Marangoz baltası XVII-XVIII yüzyıllar. yontma sırasında ahşabı derine batmadan ve çizik, çizik, çentik şeklinde iz bırakmadan yarmakta ve çarpma anında ahşabı işlenecek yüzey üzerinde eş zamanlı olarak konkav tarafı ve kütlesi ile sıkıştırmaktadır. Çalışırken balta, bıçağı kütüğe paralel olarak yönlendirilmeyecek, ancak ona doğru bir yay çizecek şekilde ellerde tutuldu - sonra darbenin sonunda baltanın kendisi ağaçtan çıktı. Balta yine de tahtada durduysa ve bu nedenle bir sürtünme bıraktıysa, bu, bir önceki darbenin kütüğündeki bitiş noktasından önce uygulanan bir sonraki darbeyle giderildi. Bu sayede kesilen ağaç lifleri birbirine sürtünmeden sıkı bir şekilde yapıştırılmıştır. İnce bir balta ahşabın derinliklerine gider ve orada sıkışır, bu da kesmeyi çok zorlaştırır.

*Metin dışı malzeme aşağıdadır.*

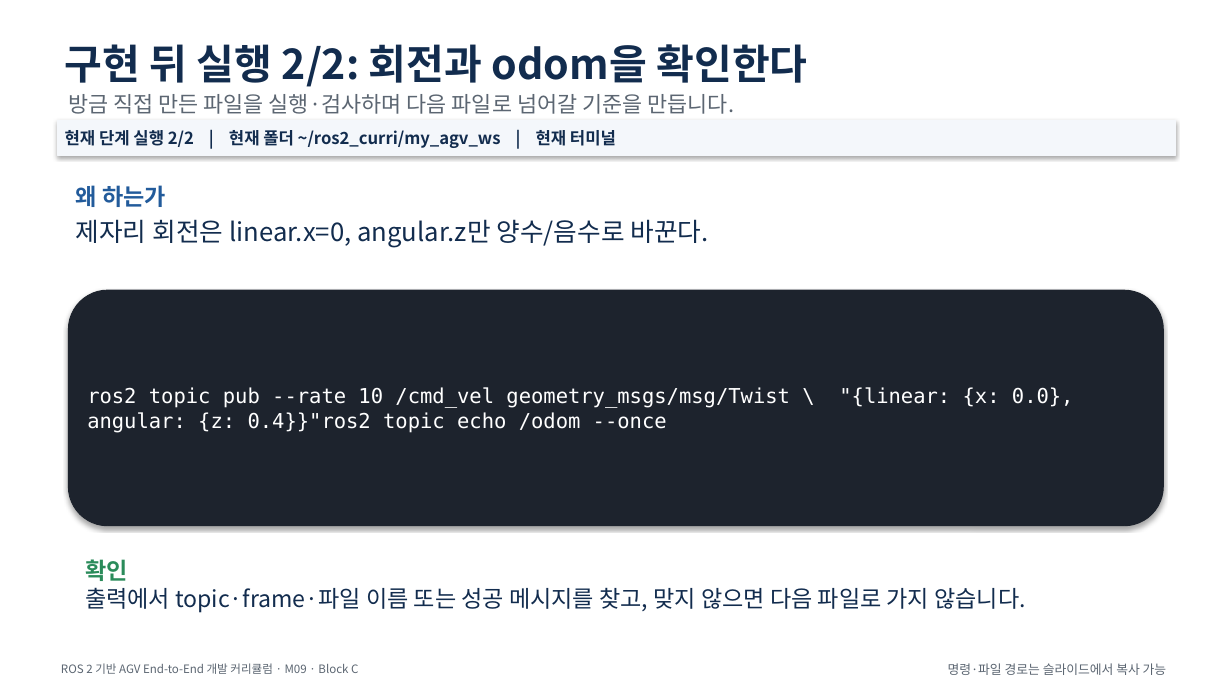
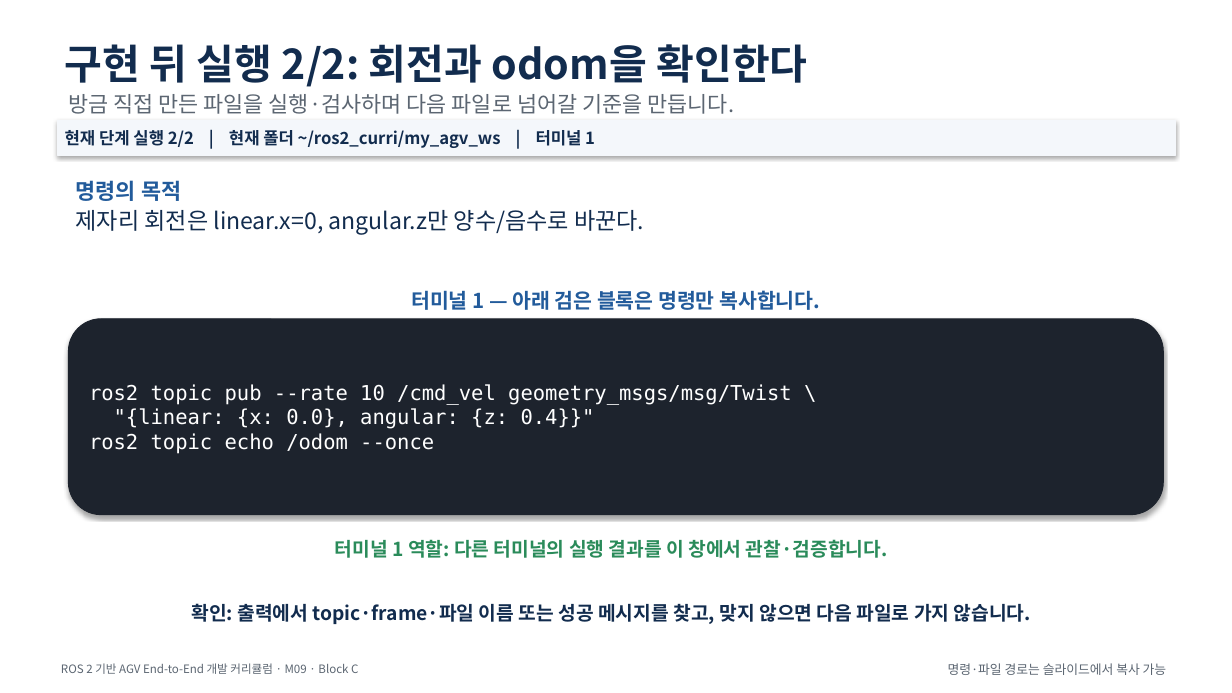
Before and after one commit to choimagon/ros2_curri, a slide deck: slide 66 of blocks/C_drive_visualization/Block_C_M시리즈_통합_따라하기.pptx. Drawn at 1232x693 pixels with LibreOffice and Linux fonts; fonts in the diff are those of the drawing. Boxes give left, top, right and bottom in pixels: in the first picture for what was removed or moved away, otherwise in the second. Text is boxed around its words. In the diff, an @@ line names an element or a change of style, - is before the commit and + after.

Commit message:
Regenerate visual terminal curriculum decks

```diff
--- a/blocks/C_drive_visualization/Block_C_M시리즈_통합_따라하기.pptx
+++ b/blocks/C_drive_visualization/Block_C_M시리즈_통합_따라하기.pptx
@@ text in rectangle at <box>65,130,595,148</box>: text changed @@
-현재 단계 실행 2/2 | 현재 폴더 ~/ros2_curri/my_agv_ws | 현재 터미널
+현재 단계 실행 2/2 | 현재 폴더 ~/ros2_curri/my_agv_ws | 터미널 1
@@ text "제자리 회전은 linear.x=0, angular.z만 양수/음수로 ...": place and size @@
-text "제자리 회전은 linear.x=0, angular.z만 양수/음수로 ..." at <box>76,219,709,248</box>
+text "제자리 회전은 linear.x=0, angular.z만 양수/음수로 ..." at <box>76,210,644,234</box>
@@ text "제자리 회전은 linear.x=0, angular.z만 양수/음수로 ..." at <box>76,210,644,234</box>: size 20 to 18 pt @@
@@ text at <box>76,180,181,201</box>: text changed; size 18 to 17 pt @@
-왜 하는가
+명령의 목적
@@ text added at <box>411,290,820,310</box>, 16 pt, text #225B9B, bold @@
+터미널 1 — 아래 검은 블록은 명령만 복사합니다.
@@ rounded rectangle "ros2 topic pub --rate 10 ...": place and size @@
-rounded rectangle "ros2 topic pub --rate 10 ..." at <box>68,290,1164,526</box>
+rounded rectangle "ros2 topic pub --rate 10 ..." at <box>68,319,1164,515</box>
@@ text in rounded rectangle at <box>89,384,792,454</box>: text changed @@
-ros2 topic pub --rate 10 /cmd_vel geometry_msgs/msg/Twist \ "{linear: {x: 0.0}, angular: {z: 0.4}}"ros2 topic echo /odom --once
+ros2 topic pub --rate 10 /cmd_vel geometry_msgs/msg/Twist \
+"{linear: {x: 0.0}, angular: {z: 0.4}}"
+ros2 topic echo /odom --once
@@ text added at <box>335,539,888,558</box>, 15 pt, text #2A8B5A, bold @@
+터미널 1 역할: 다른 터미널의 실행 결과를 이 창에서 관찰·검증합니다.
@@ text removed at <box>85,559,128,581</box> @@
-확인
@@ text at <box>191,603,1031,624</box>: text changed; size 18 to 15 pt; bold on @@
-출력에서 topic·frame·파일 이름 또는 성공 메시지를 찾고, 맞지 않으면 다음 파일로 가지 않습니다.
+확인: 출력에서 topic·frame·파일 이름 또는 성공 메시지를 찾고, 맞지 않으면 다음 파일로 가지 않습니다.
```
Also in this commit, not shown: 59 other slides changed, 4 slides added, 55 other files.

Bloklar ve çatı kaplama levhaları, kütük boyunca dönüşümlü olarak şeritler halinde iki yönde - ileri ve geri - yontuldu. Bir şeridin genişliği, balta bıçağının genişliğine eşitti. Balta XVII-XVIII yüzyıllar. yontulmuş düzlemlerde karakteristik izler bırakmıştır. Tahtada balıksırtı veya balık iskeletinin kaburgalarına benzeyen bir desen elde edildi ve tahtanın uzunlamasına kesitinde bu izler bir çamaşır tahtasını anımsatan dalgalıydı. Kesilmiş tahtaların yüzeyi o kadar pürüzsüz çıktı ki, üzerine el bile konamadı ve aynı zamanda düz ve düz değil, kabartmalı, dalgalı. Bu şekilde işlenen yüzeyden, yağmur suyu daha kolay uzaklaştırıldı, böylece yontulmuş levhalar neme ve biyolojik hasara (çürümeye) daha az maruz kaldı.

Bir marangozun işi fiziksel olarak çok zordur, çok fazla enerji gerektirir, bu nedenle marangozlar saman yapımının ortasında ve Lent'te bile etli lahana çorbasıyla beslenirdi. "İyi bir marangoz, elbette, kahramanca güce asla müdahale etmezdi. Ama onsuz bile, yine de iyi bir marangozdu. Yetenek ve beceriyle aynı seviyede, ama kendi başına. Gerçek marangozlar güç biriktirirdi. Yavaş hareket ederlerdi. Tek sıra eldiven olmadan çalışmaz."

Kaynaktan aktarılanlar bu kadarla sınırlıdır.